I cringed whenever Katy opened up her mouth, or tried interviewing people, or all the time talked about the privileges of being a member of the TV media. Who cares? No one, just talk about sports.


----------



## B_&_B (Feb 19, 2004)

I wish/hope they bring back Kenny and put him with Dawson in the morning. That would make for a good show IMO. Like most of you, I didnt like Katy either.


----------



## nikolokolus (Jan 29, 2008)

B_&_B said:


> I wish/hope they bring back Kenny and put him with Dawson in the morning. That would make for a good show IMO. Like most of you, I didnt like Katy either.


I think Kenny and Gavin could be a really funny duo. Whatever the case I just don't want yet another nationally syndicated show blabbing about the New York Yankees, the Red Sox, or whatever other big market franchise is topic du jour.


----------



## Dan (Dec 30, 2002)

To me, Kenny's biggest negative is the over-sexualization of things. If he's not making sexual innuendo type comments, he's just flat out being a pig about things.

That gets old, especially when you're a morning show and your co-host is a female.


----------



## SheedSoNasty (Dec 31, 2002)

I actually tended to agree more with Katy's perspective than Kenny's.
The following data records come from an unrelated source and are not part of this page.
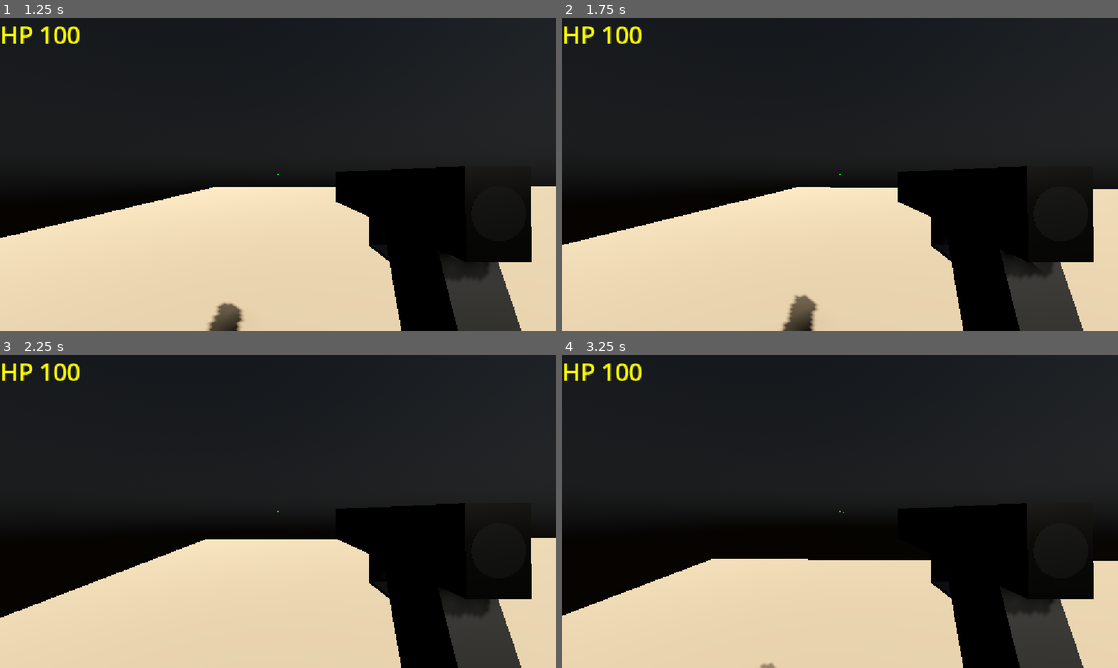
Above: before the commit, frames 1-4 (two rows, left to right).
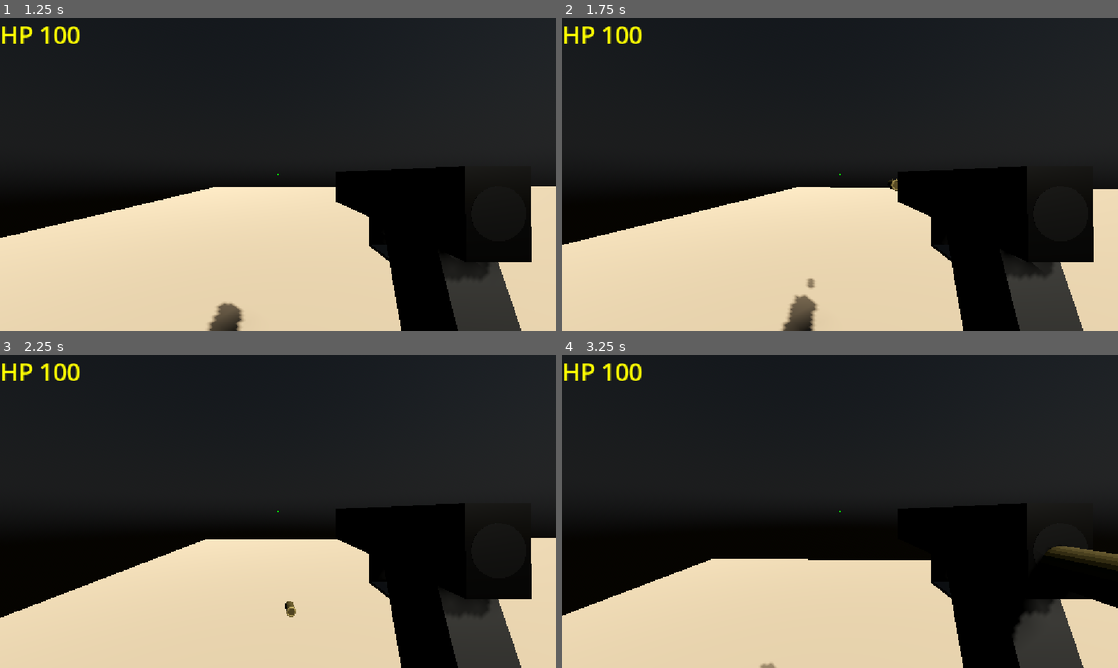
Above: after the commit, the same moments.

Repository: GazizVR/special-shot
Game: Godot game, scene res://scenes/Game.tscn
The game is run twice, just before and just after one commit, with the same random seed, the same clock (stepped at 60 frames per second) and the same inputs. This scene is started directly instead of the project's main scene.
Inputs (mouse positions are in pixels of both pictures, inside the frame that each line leads up to):
- Up to frame 1 (1.25 s): move the mouse to (305, 174) at 0.52 s; hold W (walk_forward) from 0.53 s (still down); tap Ctrl (crouch) at 0.6 s
- Up to frame 2 (1.75 s): keep holding W (walk_forward); move the mouse to (812, 174) at 1.27 s; click (812, 174) at 1.35 s
- Up to frame 3 (2.25 s): keep holding W (walk_forward); move the mouse to (289, 505) at 2.02 s; tap Ctrl (crouch) at 2.1 s
- Up to frame 4 (3.25 s): keep holding W (walk_forward); move the mouse to (834, 517) at 2.77 s; click (834, 517) at 2.85 s

Frame 1 is identical in both runs. In frame 2, less than 0.1% of the frame differs, in the area x 43-61%, y 51-87%; in frame 3, less than 0.1%; in frame 4, 1.3%, in the area x 50-100%, y 50-92%.

Commit message:
feat(palyer): проверка комманды стрелка во время колизиии пули и игрока

Diff:
--- a/scripts/bullet.gd
+++ b/scripts/bullet.gd
@@ -1,6 +1,6 @@
 extends Area3D
 
-@export var speed = 12
+@export var speed = 1
 @export var shooter: Node
 var is_launch: bool = false
 
--- a/scripts/player.gd
+++ b/scripts/player.gd
@@ -99,8 +99,11 @@
 	var peer_node_path = "/root/game/" + peer_id
 	var peer_node = get_node(peer_node_path)
 	if is_instance_valid(peer_node):
-		if peer_node.has_method("health"):
-			peer_node.health -= 20
+		if "health" in peer_node:
+			var has_team: bool = [bullet.shooter, peer_node].all(func(node): return "team" in node)
+			if has_team:
+				if peer_node.team != bullet.shooter.team:
+					peer_node.health -= 20
 
 func _notification(what: int) -> void:
 	if what == NOTIFICATION_PAUSED:
Not shown, changed: .nomedia

Plus, Kenny came off as being kind of a jerk.

I'll miss it because they actually talked a lot about Blazer basketball. I'd hate to have to move back to 1080 to listen to Cowherd talk about the NFL all year on my way to work in the mornings.


----------



## B_&_B (Feb 19, 2004)

SheedSoNasty said:


> I'll miss it because they actually talked a lot about Blazer basketball. I'd hate to have to move back to 1080 to listen to Cowherd talk about the NFL all year on my way to work in the mornings.


Gavin Dawson will be on in the mornings starting next week... so you'll still get plenty of Trail Blazer talk in the mornings on The Game.


----------



## Paxil (Jan 1, 2003)

I knew the show was doomed when some idiot combined Kenny and Katy. Kenny just doesn't work with a female co-host. I like Kenny... I just knew that what makes him most interesting would be snuffed out. He's that likeable guy at the water cooler who most people love... but when you add women to the mix it gets a little uncomfortable. Then they partner him with Katy. =( My ex-wife years back used to like to listen to Kenny too... so it wasn't like he can only appeal to a male audience. Anyway... bummer... I listened to them every morning on the way to work. Turned it off this morning and back to Cowherd.


----------



## chris_in_pdx (Jul 11, 2004)

in all the years of listening to Portland Sports Talk radio, I think Colin Cowherd's local show was perhaps the pinnacle of the mix of humor, insight, and interest level. Second, and not that far behind was the Micheal Thompson/Kermit Washington afternoon drivetime show. Man, those two going at each other was MUST LISTEN RADIO.

I think Wheel's show is about the best thing on "The Game", and I'm not too fond of any of the Fox Sports shows that I've listened to so far. I think that "The Game" will hit it's stride when the Blazers and Ducks coverage starts.


----------



## Boob-No-More (Apr 24, 2006)

Kenny is a good second banana, but a poor lead guy. He was great coupled with Michael Thompson (but Michael and Kermit were even better) and Colin Cowherd. Coupling him with Katy was painful - and unlike others, I don't totally blame Katy. Kenny is a sidekick. With Kenny and Katy you had two sidekicks and nobody to drive the Batmobile.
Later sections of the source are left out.